ASSIGNMENT: A word-for-word copy of all entries is required, without images.

-- RECORDS FOR THIS EXERCISE follows --

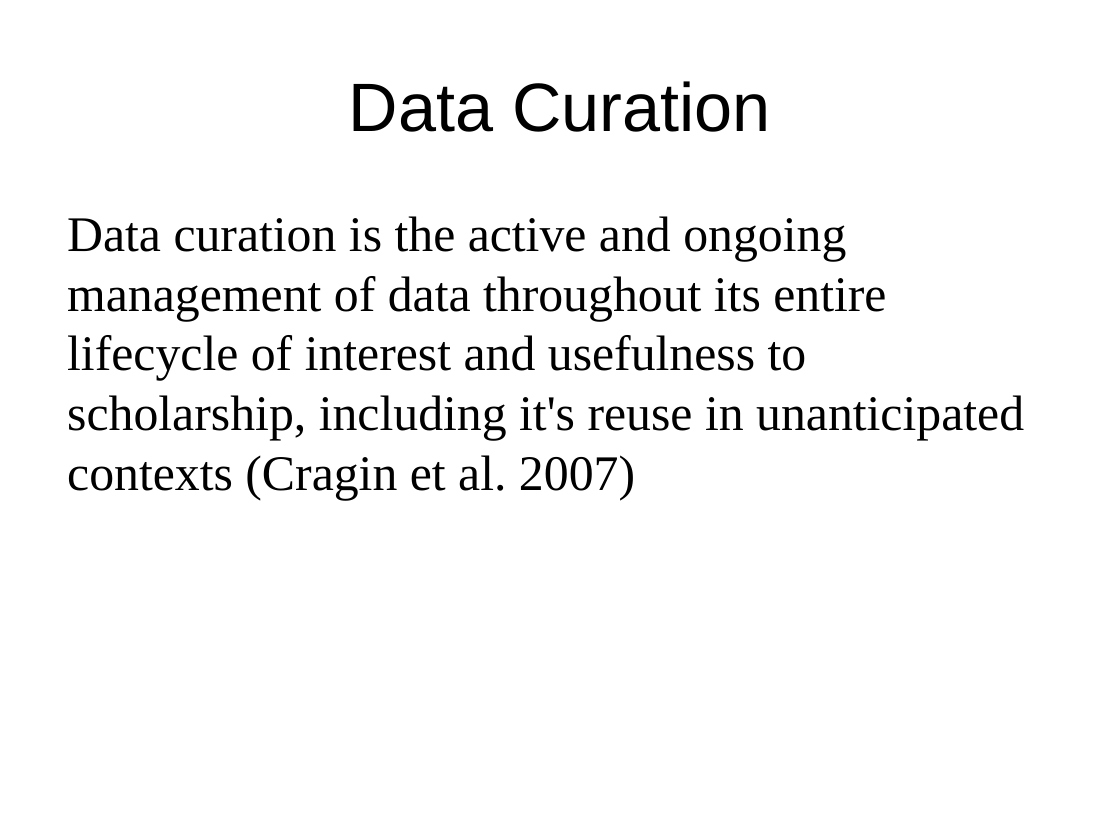
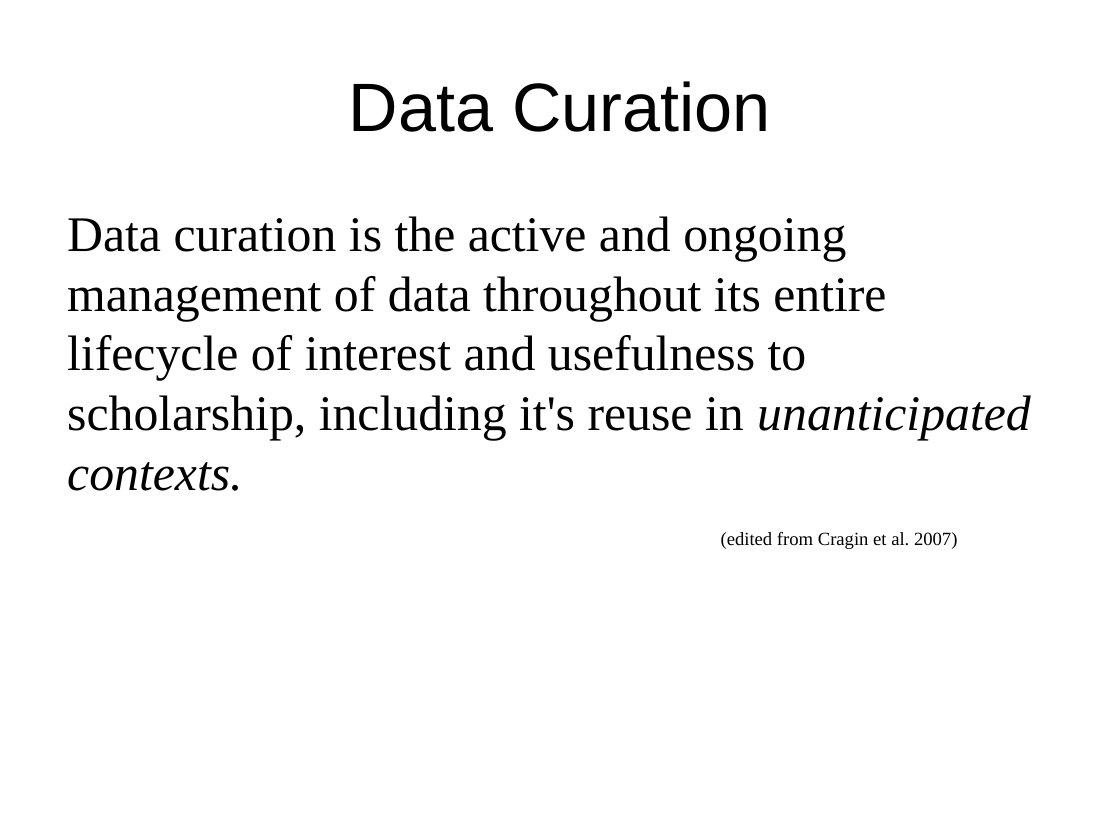
Before and after one commit to DataCurationWorkshop/HongKongCurationWorkshop, a slide deck: slide 20 of Day_1/Lectures/Day_1_Lecture_Intro.pptx (slide 17 before the commit). Drawn at 1120x840 pixels with LibreOffice and Linux fonts; fonts in the diff are those of the drawing; background and template pictures are left out. Boxes give left, top, right and bottom in pixels: in the first picture for what was removed or moved away, otherwise in the second. Text is boxed around its words. In the diff, an @@ line names an element or a change of style, - is before the commit and + after.

```diff
--- a/Day_1/Lectures/Day_1_Lecture_Intro.pptx
+++ b/Day_1/Lectures/Day_1_Lecture_Intro.pptx
@@ text at (x1=67, y1=216, x2=1031, y2=491): text changed @@
-Data curation is the active and ongoing management of data throughout its entire lifecycle of interest and usefulness to scholarship, including it's reuse in unanticipated contexts (Cragin et al. 2007)
+Data curation is the active and ongoing management of data throughout its entire lifecycle of interest and usefulness to scholarship, including it's reuse in unanticipated contexts.
@@ text added at (x1=721, y1=532, x2=957, y2=549), 12 pt, text #000000 @@
+(edited from Cragin et al. 2007)
```
Also in this commit, not shown: 5 other slides changed, 3 slides added, 5 other files.

-- RECORDS FOR THIS EXERCISE concluded --

WRITTEN RESPONSE:
Before and after one commit to DataCurationWorkshop/HongKongCurationWorkshop, a slide deck: slide 20 of Day_1/Lectures/Day_1_Lecture_Intro.pptx (slide 17 before the commit). Drawn at 1120x840 pixels with LibreOffice and Linux fonts; fonts in the diff are those of the drawing; background and template pictures are left out. Boxes give left, top, right and bottom in pixels: in the first picture for what was removed or moved away, otherwise in the second. Text is boxed around its words. In the diff, an @@ line names an element or a change of style, - is before the commit and + after.

```diff
--- a/Day_1/Lectures/Day_1_Lecture_Intro.pptx
+++ b/Day_1/Lectures/Day_1_Lecture_Intro.pptx
@@ text at (x1=67, y1=216, x2=1031, y2=491): text changed @@
-Data curation is the active and ongoing management of data throughout its entire lifecycle of interest and usefulness to scholarship, including it's reuse in unanticipated contexts (Cragin et al. 2007)
+Data curation is the active and ongoing management of data throughout its entire lifecycle of interest and usefulness to scholarship, including it's reuse in unanticipated contexts.
@@ text added at (x1=721, y1=532, x2=957, y2=549), 12 pt, text #000000 @@
+(edited from Cragin et al. 2007)
```
Also in this commit, not shown: 5 other slides changed, 3 slides added, 5 other files.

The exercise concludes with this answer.